An earlier post touched briefly on the use of nuclear imaging in clinical trials (with a later one zoning in on PET). Here, we focus on why and how imaging is used to select patients for clinical trials.
Why Select Patients?
It is well known that patients respond to therapeutics in diverse ways. Nowadays, drug development is increasingly heading towards the direction of ‘personalized’ or ‘precision’ medicine. According to one report, this means “using molecular profiling technologies for tailoring the right therapeutic strategy for the right person at the right time, and determine the predisposition to disease at the population level and to deliver timely and stratified prevention”.
Oncology has seen the most success regarding this approach, with insights into the molecular and genetic make-up of cancer translating into highly effective therapies. These drugs target specific factors that are linked to the development, progression, and spread of cancer, such as the estrogen receptor (tamoxifen, letrozole), the BCR-ABL fusion protein kinase (imatinib), and vascular epidermal growth factor (bevacizumab).
How to Apply Imaging to Select Patients
For imaging CROs, imaging for patient selection is based on eligibility criteria (see Box 1 for a definition). For cancer, such criteria might include minimum tumor number/size at baseline or the expression of specific molecules on the lesions in case of a targeted therapy. Indeed, with the growth of therapeutics that act on specific biological molecular targets, a parallel increase has occurred regarding the development of imaging biomarkers (see Box 1 for a definition).

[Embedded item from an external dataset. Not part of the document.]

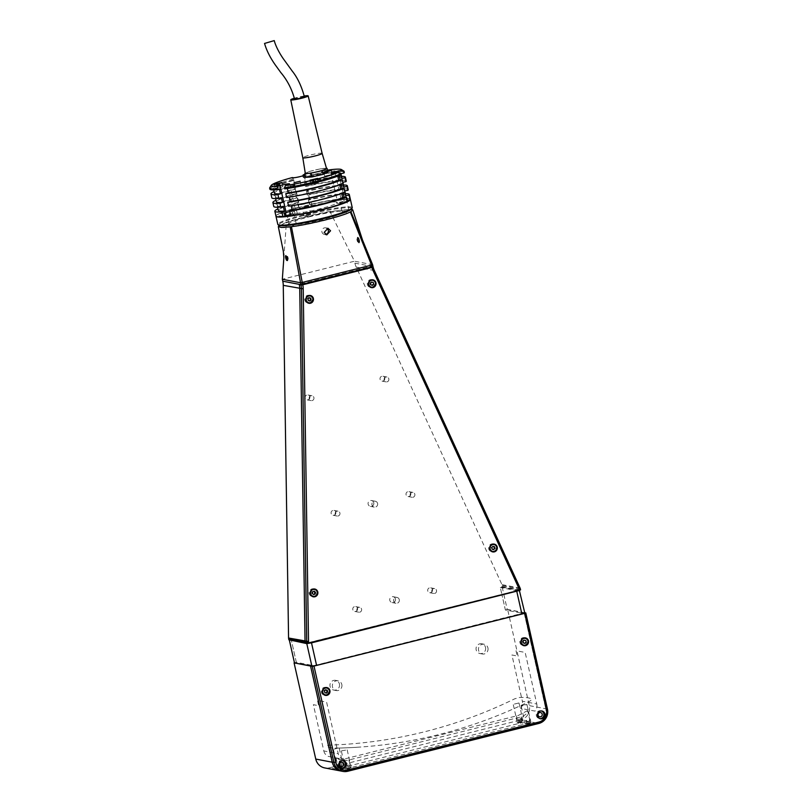 <?xml version="1.0" encoding="UTF-8"?>
<svg xmlns="http://www.w3.org/2000/svg" width="812" height="812" viewBox="0 0 812 812"><rect width="100%" height="100%" fill="white"/><g stroke="black" fill="none" stroke-linecap="round" stroke-linejoin="round"><path stroke-width="0.61" stroke-dasharray="4.06 3.04" d="M339.233 748.045A105.042 10.637 167.3 0 1 338.848 748.055A105.042 10.637 167.3 0 1 329.946 747.608A105.042 10.637 167.3 0 1 326.728 745.649A469.042 246.665 -99.1 0 0 329.652 745.122A476.715 461.947 -79.2 0 0 514.656 698.838A469.042 396.104 68.1 0 0 519.223 697.488A105.042 10.637 167.3 0 1 528.51 697.924A105.042 10.637 167.3 0 1 531.728 699.873A469.042 246.665 80.9 0 1 529.079 701.588A476.715 461.947 100.8 0 1 358.66 747.162A476.715 461.947 100.8 0 1 344.075 747.882A469.042 396.104 -111.9 0 1 339.233 748.045M384.746 378.077A2.477 2.406 -79.2 0 1 381.934 381.092A2.477 2.406 -79.2 0 1 380.067 379.245A2.477 2.406 -79.2 0 1 382.868 376.23A2.477 2.406 -79.2 0 1 384.746 378.077M388.836 378.859A2.477 2.406 -79.2 0 1 386.025 381.873A2.477 2.406 -79.2 0 1 384.147 380.026A2.477 2.406 -79.2 0 1 386.959 377.012A2.477 2.406 -79.2 0 1 388.836 378.859M309.819 396.824A2.477 2.406 -79.2 0 1 307.007 399.849A2.477 2.406 -79.2 0 1 305.129 398.002A2.477 2.406 -79.2 0 1 307.941 394.977A2.477 2.406 -79.2 0 1 309.819 396.824M313.909 397.606A2.477 2.406 -79.2 0 1 311.097 400.631A2.477 2.406 -79.2 0 1 309.22 398.783A2.477 2.406 -79.2 0 1 312.031 395.759A2.477 2.406 -79.2 0 1 313.909 397.606M339.426 684.049A4.953 4.801 -79.2 0 1 333.803 690.088A4.953 4.801 -79.2 0 1 330.058 686.394A4.953 4.801 -79.2 0 1 335.671 680.354A4.953 4.801 -79.2 0 1 339.426 684.049M341.822 684.516A4.953 4.801 -79.2 0 1 336.209 690.555A4.953 4.801 -79.2 0 1 332.463 686.861A4.953 4.801 -79.2 0 1 338.076 680.821A4.953 4.801 -79.2 0 1 341.822 684.516M485.535 647.489A4.953 4.801 -79.2 0 1 479.922 653.528A4.953 4.801 -79.2 0 1 476.167 649.833A4.953 4.801 -79.2 0 1 481.78 643.794A4.953 4.801 -79.2 0 1 485.535 647.489M487.941 647.956A4.953 4.801 -79.2 0 1 482.318 653.985A4.953 4.801 -79.2 0 1 478.572 650.29A4.953 4.801 -79.2 0 1 484.185 644.261A4.953 4.801 -79.2 0 1 487.941 647.956M373.764 502.74A2.974 2.883 -79.2 0 1 370.394 506.363A2.974 2.883 -79.2 0 1 368.14 504.15A2.974 2.883 -79.2 0 1 371.51 500.527A2.974 2.883 -79.2 0 1 373.764 502.74M377.6 503.481A2.974 2.883 -79.2 0 1 374.241 507.104A2.974 2.883 -79.2 0 1 371.987 504.881A2.974 2.883 -79.2 0 1 375.357 501.258A2.974 2.883 -79.2 0 1 377.6 503.481M395.434 598.921A2.974 2.883 -79.2 0 1 392.064 602.545A2.974 2.883 -79.2 0 1 389.811 600.322A2.974 2.883 -79.2 0 1 393.181 596.698A2.974 2.883 -79.2 0 1 395.434 598.921M399.281 599.652A2.974 2.883 -79.2 0 1 395.911 603.275A2.974 2.883 -79.2 0 1 393.658 601.063A2.974 2.883 -79.2 0 1 397.027 597.439A2.974 2.883 -79.2 0 1 399.281 599.652M410.75 493.483A2.477 2.406 -79.2 0 1 407.949 496.508A2.477 2.406 -79.2 0 1 406.071 494.66A2.477 2.406 -79.2 0 1 408.883 491.636A2.477 2.406 -79.2 0 1 410.75 493.483M414.841 494.264A2.477 2.406 -79.2 0 1 412.039 497.289A2.477 2.406 -79.2 0 1 410.161 495.442A2.477 2.406 -79.2 0 1 412.963 492.417A2.477 2.406 -79.2 0 1 414.841 494.264M432.431 589.664A2.477 2.406 -79.2 0 1 429.619 592.679A2.477 2.406 -79.2 0 1 427.741 590.832A2.477 2.406 -79.2 0 1 430.553 587.817A2.477 2.406 -79.2 0 1 432.431 589.664M436.511 590.446A2.477 2.406 -79.2 0 1 433.709 593.46A2.477 2.406 -79.2 0 1 431.832 591.613A2.477 2.406 -79.2 0 1 434.643 588.598A2.477 2.406 -79.2 0 1 436.511 590.446M357.503 608.411A2.477 2.406 -79.2 0 1 354.692 611.426A2.477 2.406 -79.2 0 1 352.814 609.579A2.477 2.406 -79.2 0 1 355.626 606.564A2.477 2.406 -79.2 0 1 357.503 608.411M361.584 609.193A2.477 2.406 -79.2 0 1 358.782 612.207A2.477 2.406 -79.2 0 1 356.904 610.36A2.477 2.406 -79.2 0 1 359.706 607.346A2.477 2.406 -79.2 0 1 361.584 609.193M335.823 512.24A2.477 2.406 -79.2 0 1 333.022 515.255A2.477 2.406 -79.2 0 1 331.144 513.407A2.477 2.406 -79.2 0 1 333.945 510.393A2.477 2.406 -79.2 0 1 335.823 512.24M339.913 513.022A2.477 2.406 -79.2 0 1 337.102 516.036A2.477 2.406 -79.2 0 1 335.234 514.189A2.477 2.406 -79.2 0 1 338.036 511.174A2.477 2.406 -79.2 0 1 339.913 513.022M326.85 228.284A3.37 3.268 100.8 0 0 321.928 231.948A3.37 3.268 100.8 0 0 325.653 234.465M527.678 710.591L518.178 715.514A9.906 1.005 -12.7 0 0 516.422 715.94L344.085 759.058A9.906 1.005 -12.7 0 0 342.4 759.504L338.31 759.281C334.503 757.484 335.732 757.718 341.994 759.991L347.13 760.408A9.906 1.005 -12.7 0 0 348.896 759.981L521.223 716.854A9.906 1.005 -12.7 0 0 522.908 716.417L526.369 713.849L527.678 710.591L530.226 721.919A9.906 1.005 167.3 0 1 522.958 724.548L350.622 767.675A9.906 1.005 167.3 0 1 338.858 769.563A9.906 1.005 167.3 0 1 338.553 769.39A9.906 1.005 167.3 0 1 345.821 766.751L518.157 723.634A9.906 1.005 167.3 0 1 529.921 721.746A9.906 1.005 167.3 0 1 530.226 721.919M338.553 769.39L336.006 758.073L338.31 759.281M527.668 723.796L528.866 724.03L527.668 723.796M347.84 768.802L349.038 769.025L347.84 768.802M538.813 723.451L537.138 723.127L346.064 770.943L537.138 723.127A11.896 11.52 100.8 0 0 545.776 708.774A11.896 11.52 -79.2 0 1 537.138 723.127L520.665 719.98A11.896 11.52 100.8 0 0 529.302 705.628L507.632 609.447L505.389 610.015L501.999 594.983L505.389 610.015L521.852 613.161L524.095 612.603L507.632 609.447M524.735 612.725L313.858 665.678L296.329 662.318L291.132 639.237L288.879 639.805M294.462 662.795L296.329 662.318L294.462 662.795M312.803 665.475L310.925 665.941L312.803 665.475M347.749 771.258L346.064 770.943A11.896 11.52 100.8 0 1 341.233 771.075A11.896 11.52 100.8 0 0 346.064 770.943L329.601 767.787A11.896 11.52 -79.2 0 1 324.759 767.929M307.027 642.282L291.132 639.237M305.353 642.952L306.875 642.576L305.353 642.952M373.033 266.62L371.358 266.295A19.823 19.204 100.8 0 0 372.688 270.234L518.411 587.766A3.969 3.837 -79.2 0 1 518.685 588.558L518.898 589.522L502.425 586.365L502.212 585.401A3.969 3.837 100.8 0 0 501.948 584.62L356.214 267.087A19.823 19.204 -79.2 0 1 354.885 263.149L354.458 261.22L372.606 264.692M519.386 589.613L516.645 590.08L500.182 586.934L502.425 586.365M359.117 240.149C359.391 243.184 358.924 243.123 357.747 239.966C357.534 236.921 357.99 236.982 359.117 240.149M351.921 209.334L329.936 211.424L354.458 261.22L282.332 279.267M354.885 263.149L371.358 266.295L299.232 284.342M286.007 257.922C287.022 261.119 287.367 261.21 287.032 258.196C285.966 255.009 285.621 254.917 286.007 257.922M283.855 257.901L286.392 222.315L278.841 225.797M346.409 212.551L345.212 212.318L346.409 212.551M329.936 211.424C312.924 214.581 298.41 218.205 286.392 222.315M308.692 216.966A28.237 2.862 167.3 0 1 342.238 211.597A28.237 2.862 167.3 0 1 322.394 219.595A28.237 2.862 167.3 0 1 288.849 224.965A28.237 2.862 167.3 0 1 308.692 216.966M308.327 216.905L307.129 216.672L308.327 216.905M293.69 225.736L292.482 225.513L293.69 225.736M519.315 590.314L502.181 587.035L500.314 587.512L501.928 594.668L500.182 586.934M329.601 767.787L520.665 719.98M524.095 612.603L545.776 708.774L524.095 612.603M339.903 767.279L341.111 767.513L339.903 767.279M519.731 722.284L520.939 722.507L519.731 722.284M536.783 704.004A7.927 7.684 -79.2 0 1 535.006 711.099L520.583 708.338A7.927 7.684 100.8 0 0 522.36 701.243L536.783 704.004L525.161 652.452L516.026 650.706L517.224 656.005L511.936 654.99L522.36 701.243M323.795 750.927A7.927 7.684 100.8 0 0 328.413 756.429L342.837 759.19A7.927 7.684 -79.2 0 1 338.218 753.688L326.607 702.136L317.472 700.391L318.659 705.689L313.371 704.684L323.795 750.927L338.218 753.688M342.837 760.621A3.969 3.837 100.8 0 0 337.822 765.31A3.969 3.837 100.8 0 0 341.365 768.325M541.401 710.936A3.969 3.837 100.8 0 0 536.387 715.626A3.969 3.837 100.8 0 0 539.929 718.64M326.363 687.52A3.969 3.837 100.8 0 0 321.359 692.22A3.969 3.837 100.8 0 0 324.891 695.234M326.008 695.113A3.969 3.837 100.8 0 0 327.358 688.048M524.928 637.836A3.969 3.837 100.8 0 0 519.913 642.536A3.969 3.837 100.8 0 0 523.456 645.55M524.562 645.428A3.969 3.837 100.8 0 0 525.922 638.364M314.254 588.964A3.969 3.837 100.8 0 0 309.24 593.653A3.969 3.837 100.8 0 0 312.772 596.668M314.599 596.292A3.969 3.837 100.8 0 0 315.797 589.989M372.403 279.775A3.969 3.837 100.8 0 0 367.389 284.464A3.969 3.837 100.8 0 0 370.932 287.478M372.048 287.367A3.969 3.837 100.8 0 0 373.398 280.292M493.696 544.06A3.969 3.837 100.8 0 0 488.682 548.75A3.969 3.837 100.8 0 0 492.224 551.764M494.041 551.389A3.969 3.837 100.8 0 0 495.249 545.085M309.829 295.426A3.969 3.837 100.8 0 0 304.815 300.125A3.969 3.837 100.8 0 0 308.357 303.14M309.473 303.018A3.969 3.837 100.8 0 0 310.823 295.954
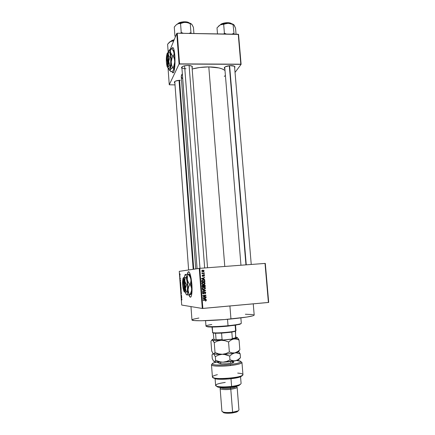 <?xml version="1.0" encoding="UTF-8"?>
<svg xmlns="http://www.w3.org/2000/svg" width="435" height="435" viewBox="0 0 435 435"><rect width="100%" height="100%" fill="white"/><g stroke="black" fill="none" stroke-linecap="round" stroke-linejoin="round"><path stroke-width="0.65" d="M188.621 271.685L188.061 272.272L187.485 274.289L188.04 272.31L188.621 271.685M187.322 274.306L187.898 272.283C189.546 270.728 190.873 274.751 191.878 284.359L192.047 290.498L191.433 295.773L190.856 296.996L190.166 297.121L188.91 294.897C189.72 297.197 190.459 297.763 191.128 296.588L191.128 296.588C192.009 294.457 192.259 290.379 191.878 284.359L191.134 278.253L189.742 273.055L188.991 271.87L188.29 271.777L187.322 274.306M180.308 80.257L175.691 81.03L174.37 81.976L174.745 82.906L174.304 82.21C174.816 81.057 176.822 80.41 180.308 80.257M192.428 66.892L192.074 67.735L192.33 66.653L191.503 66.017L187.969 65.419C190.59 65.495 192.074 65.984 192.428 66.892L191.987 66.609M234.525 66.332L251.245 264.458M230.98 65.609C233.339 65.669 234.677 66.104 234.987 66.919L234.644 67.746L234.954 66.816L234.28 66.191L229.93 65.641L225.292 66.778L224.232 67.887L224.699 68.697L224.226 67.931C224.851 66.56 227.103 65.788 230.98 65.609M253.594 314.701L254.04 315.304L252.833 315.821L246.884 317.05L224.612 319.556L201.329 320.758L194.325 320.579L191.96 319.932C191.346 321.313 211.747 320.883 230.952 318.991L229.908 305.974L230.952 318.991C245.808 317.474 253.551 316.163 254.187 315.054L253.246 303.853M208.8 66.908C202.9 66.919 197.359 67.615 192.172 69.002L199.649 67.507L208.8 66.908L224.781 266.448L208.8 66.908L218.897 67.925L221.97 68.828L224.835 70.329C221.779 68.164 216.434 67.028 208.8 66.908M195.739 268.901L181.237 76.424L181.58 74.923L182.357 73.825L181.237 76.424L181.765 77.865L182.738 78.882M172.32 48.046L172.836 47.551L171.961 48.899L172.157 48.051C173.337 46.605 174.228 49.155 174.843 55.707L174.995 63.184L174.419 69.595L173.32 72.737L172.695 72.732L171.977 71.351C172.51 72.944 173.059 73.276 173.614 72.351L173.614 72.351C174.854 69.23 175.261 63.684 174.843 55.707L173.815 49.144L172.994 47.622L172.363 47.758L171.841 48.774L172.162 48.046M199.252 268.379L179.253 271.353L181.7 305.049L202.297 308.464L199.252 268.379L199.801 268.33L202.846 308.442L268.4 302.472L265.018 263.42L199.801 268.33L265.306 263.409L265.018 263.42L268.4 302.472L268.694 302.417L265.306 263.409L268.694 302.417L202.297 308.464L202.846 308.442L199.801 268.33L179.253 271.353L181.7 305.049L202.297 308.464L199.252 268.379M180.052 276.486L179.862 275.969L180.052 276.486M180.226 277.834L180.313 279.047L180.226 277.834M180.443 281.32L180.074 280.798L180.481 279.971L180.443 281.32L180.481 279.971L180.074 280.798L180.443 281.32M180.851 284.941L180.802 285.773L180.509 285.713L180.498 283.99L180.683 285.909L180.851 284.941M181.15 289.058L180.982 290.02L180.655 288.927L180.759 288.133L181.047 288.4L181.15 289.058L180.84 288.09L180.666 289.047L180.982 290.02L181.15 289.052M181.912 299.53L181.803 300.058L181.819 299.28L181.39 298.91L181.825 299.046L181.912 299.53L181.39 298.91L181.803 299.242L181.803 300.058L181.912 299.53M181.667 298.214L181.297 297.632L181.716 296.877L181.667 298.214L181.716 296.877L181.297 297.632L181.667 298.214M181.292 296.306L181.672 296.338L181.216 296.55L181.504 295.256L181.101 294.974L181.58 295.012L181.292 296.306L181.58 295.012L181.101 294.974L181.504 295.256L181.216 296.55L181.672 296.338L181.292 296.306M181.243 292.206L181.351 293.815L181.308 292.51L181.156 293.723L180.944 292.858L181.042 292.266L181.145 293.467L181.243 292.206L181.145 293.462L180.955 293.011L181.177 293.701L181.259 292.456L181.395 293.766L181.243 292.206M180.753 290.178L181.286 290.982L180.884 291.95L181.237 291.113L180.753 290.178L181.237 291.113L180.884 291.95L181.286 290.982L180.753 290.178M180.797 286.192L181.047 287.731L180.574 287.731L180.797 286.192L180.574 287.731L181.047 287.731L180.797 286.192M180.389 281.945L180.748 283.615L180.28 283.631L180.389 281.945L180.28 283.631L180.748 283.615L180.389 281.945M179.856 273.745L179.976 275.132L179.856 273.745M203.721 272.098L204.194 272.359L203.721 272.098M203.074 273.332L204.265 273.24L204.287 273.539L201.987 273.713L202.329 273.392L201.998 272.783L203.074 273.332L201.998 272.783L202.329 273.392L201.987 273.713L204.287 273.539L204.265 273.24L203.895 273.566L204.265 273.24L203.074 273.332M203.879 274.121L204.352 274.382L203.879 274.126M203.683 274.898L204.412 275.268L204.309 276.089L203.797 276.334L204.151 275.562L203.765 275.186L203.069 276.296L202.27 276.181L202.242 275.246L202.705 275.018L202.427 275.714L202.792 276.067L203.683 274.898L202.737 276.078L202.427 275.714L202.705 275.018L202.101 275.752L202.808 276.366L203.765 275.186L204.151 275.562L203.797 276.334L204.483 275.556L203.683 274.898M203.759 279.036L204.744 279.526L201.514 278.878L201.487 278.569L204.581 277.372L203.678 278.014L203.759 279.036L203.678 278.014L204.581 277.372L201.487 278.569L201.514 278.878L204.744 279.526L203.759 279.036M205.07 283.239L204.738 284.05L203.575 284.512L202.351 284.305L201.829 283.571L202.188 282.658L203.362 282.228L204.521 282.429L205.07 283.239L204.521 282.429L203.362 282.228L201.824 283.5L201.987 283.973L203.575 284.512L204.64 284.131L203.167 284.517L204.64 284.131L205.07 283.239L204.7 283.25L205.07 283.239M205.445 288.106L205.108 288.916L203.95 289.378L202.721 289.177L202.199 288.443L202.563 287.524L203.738 287.095L204.896 287.296L205.445 288.106L204.896 287.296L203.738 287.095L202.193 288.372L202.351 288.835L203.95 289.378L205.01 288.998L203.417 289.384L205.01 288.998L205.445 288.106L205.07 288.101L205.445 288.106M206.391 300.482L205.456 301.216L205.994 300.661L205.858 300.242L203.15 300.389L203.129 300.09L206.141 300.025L206.391 300.482L205.282 299.905L203.129 300.09L203.15 300.389L205.755 300.204L206.021 300.503L205.456 301.216L206.391 300.482M205.287 299.03L206.277 299.514L203.036 298.888L203.014 298.573L206.114 297.35L205.206 298.002L205.287 299.03L205.206 298.002L206.114 297.35L203.014 298.573L203.036 298.888L206.277 299.514L205.287 299.03M203.526 296.931L206.065 296.713L206.087 297.013L202.911 297.284L205.336 295.495L202.792 295.713L202.77 295.414L205.94 295.142L205.967 295.463L203.526 296.931L205.967 295.463L205.94 295.142L202.77 295.414L202.792 295.713L205.336 295.495L202.911 297.284L206.087 297.013L206.065 296.713L203.526 296.931M204.809 291.912L205.717 292.396L205.358 293.658L204.809 293.832L205.429 292.907L205.01 292.211L204.499 292.374L203.792 293.783L202.993 293.777L202.579 293.261L202.775 292.402L203.433 292.113L202.938 293.152L203.721 293.489L204.205 292.217L204.809 291.912L203.477 293.56L202.922 293.043L203.433 292.113L202.552 293.087L202.688 293.516L203.488 293.859L204.841 292.206L205.429 292.76L204.809 293.832L205.798 292.755L204.809 291.912M202.335 289.715L205.576 290.379L205.597 290.672L202.498 291.82L202.476 291.51L205.222 290.575L202.362 290.025L202.335 289.715L202.362 290.025L205.206 290.662L205.576 290.379L202.476 291.51L202.498 291.82L205.597 290.672L202.487 291.667L205.576 290.379L202.335 289.715M204.216 284.8L205.097 285.17L205.282 286.54L202.117 286.801L202.21 285.268L203.471 285.268L204.216 284.8L203.471 285.268L202.781 285.001L202.047 285.882L202.117 286.801L205.282 286.54L205.211 285.626L204.841 285.626L205.211 285.626L205.064 285.115L204.216 284.8M203.161 279.825L204.591 280.173L204.912 281.679L201.742 281.934L201.796 280.428L203.161 279.825L201.704 280.635L201.742 281.934L204.912 281.679L204.841 280.814L204.472 280.831L204.841 280.814L204.667 280.26L203.161 279.825M202.84 270.091L204.015 270.488L203.759 271.511L202.59 271.728L201.883 271.38L201.938 270.445L202.84 270.091L201.737 271L201.873 271.364L202.993 271.728L204.118 270.82L202.84 270.091M235.036 72.411L241.104 64.342L238.543 34.425L177.262 33.218L179.573 63.891L240.811 64.19L238.255 34.245L238.543 34.425L241.104 64.342L235.036 72.411M169.258 84.781L179.073 64.043L176.773 33.386L170.346 49.171L176.773 33.386L177.262 33.218L238.255 34.245L240.811 64.19L241.104 64.342L179.073 64.043L179.573 63.891L177.262 33.218L176.773 33.386L179.073 64.043L169.258 84.781L168.019 67.806L169.258 84.781L174.892 84.89L169.258 84.781M187.969 65.419L184.777 65.739L182.336 66.615L181.477 67.74L181.955 68.453L181.477 67.648C182.042 66.316 184.206 65.576 187.969 65.419M224.313 76.419L225.27 75.559M172.113 71.269L173.092 72.862L172.113 71.269L170.846 71.726L172.124 71.264M188.616 269.961L174.767 81.535L174.304 82.21M240.957 265.23L224.732 67.153L224.226 67.931M186.011 68.752C183.494 68.681 182.113 68.197 181.868 67.305L181.868 67.218C182.004 68.159 183.385 68.67 186.011 68.752M245.356 314.249L252.86 314.554M191.96 319.921L193.319 319.192L198.887 318.023M189.078 294.887C189.578 296.344 190.073 297.11 190.563 297.187L189.839 296.578L189.078 294.887M205.363 300.166L203.145 300.319L205.206 300.15M205.527 299.889L205.989 300.378L205.586 299.911M205.728 297.502L206.136 297.66L204.831 298.133L205.728 297.502M204.89 298.959L205.858 299.166L204.89 298.959M203.575 298.731L204.515 298.927L203.575 298.731M203.014 298.633L204.455 298.1L203.014 298.633M204.907 298.965L203.02 298.649L204.847 298.133L204.455 298.1L204.847 298.133L204.907 298.965L204.515 298.927L204.907 298.965L204.847 298.133L203.352 298.682L204.907 298.965M205.673 296.746L206.087 297.013L202.911 297.225L205.673 296.746M204.945 295.468L202.792 295.653L204.945 295.468M205.554 295.175L205.967 295.463L203.14 296.904L205.554 295.175M204.809 293.717L205.38 293.098L204.782 293.728M204.613 292.195L204.205 292.271M203.961 292.983L204.298 292.994L203.961 292.983M203.547 293.679L203.254 293.815M203.183 293.842L203.488 293.859L203.183 293.842M202.552 293.027L202.922 293.043L202.552 293.027M204.744 291.918L205.363 292.489L204.744 291.918M202.34 289.786L205.184 290.368L202.34 289.786M203.787 287.095L204.896 287.296L204.504 287.296L205.016 287.905L203.792 287.095M203.781 287.388L202.237 288.003L203.042 287.578L202.612 288.557L203.716 289.096L204.983 288.541L204.619 288.992L205.075 288.139L203.933 289.085L202.683 288.693L202.193 288.334L203.27 287.404M202.694 288.992L202.215 288.514L203.444 289.085L202.846 289.041M203.749 287.394L205.075 288.139L204.581 287.491L203.749 287.394M204.869 286.279L205.282 286.54L202.112 286.774L204.869 286.279M202.65 285.023L203.471 285.268L202.65 285.023M204.107 284.811L204.765 285.322L204.189 284.827M203.341 285.637L203.466 285.268L203.341 285.637M203.977 285.099L204.744 285.278L204.89 286.274L203.781 286.366L204.238 285.094L203.928 285.099M202.579 285.295L203.27 285.458L203.411 286.399L202.465 286.475L202.857 285.295L202.155 285.414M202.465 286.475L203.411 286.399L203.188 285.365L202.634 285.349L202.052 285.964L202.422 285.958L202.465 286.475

If an imaging biomarker is used to select patients, then close collaboration between the radiologists (who identify the tumors) and nuclear physicians (who verify that that tumor indeed expresses the required molecule) is fundamental.
Many other aspects require careful consideration when applying imaging to select patients for trials (see Fig. 1). For example, even before the trial begins, it must be assured that the imaging biomarker is fit for purpose. Once that has been proven, then developing imaging guidelines and applying them consistently is crucial. Getting these steps right will ensure that the right patients are receiving the therapy.
Imaging for Patient Selection: Beyond Oncology
Advances in imaging capabilities and a growing number of radiotracers are expanding the range of diseases that can benefit from using imaging to select patients for trials. Here, a recent example for a neurological indication, a field that is notoriously difficult to develop disease-modifying drugs for, is discussed.
Last year, the European Medicines Agency (EMA) issued a positive qualification opinion on an imaging biomarker as a tool to enrich Parkinson’s clinical trials. The radiotracer 123I-ioflupane binds specifically to dopamine transporters at sites on the neurons that are lost in Parkinson’s disease and helps in diagnosis. As with many neurodegenerative diseases, giving treatment as early as possible is optimal to slow down or stop pathological changes. However, signs and symptoms of early Parkinson’s are usually mild, making it challenging to identify eligible patients to enrol in trials. This qualified biomarker (detected via SPECT) provides a vital tool in overcoming this barrier.
As stated by the lead scientist driving this project, this tracer is not new but there was a lack of clarity regarding whether it could be used to select patients for clinical trials. Through a global effort to compile a compelling case, “This endorsement from the European Medicines Agency represents many years of hard work and incredible collaboration among companies, universities, and charities facilitated by the Critical Path Institute.”
Very few imaging biomarkers are validated/qualified by regulatory agencies. Indeed, validation/qualification can take years of effort among diverse stakeholders, as exemplified by 123I-ioflupane. Moreover, if an imaging biomarker is essential for selecting patients for a clinical trial, it may then become a regulatory requirement for when the drug is approved. That is, it may become a companion diagnostic. Considerations are therefore needed regarding the type of data required for submission to the regulatory authorities.
There are many challenges to using imaging for patient selection (see Fig. 1 and Table 1); however, this approach is playing an increasingly vital role in helping reduce the time needed for drug approval.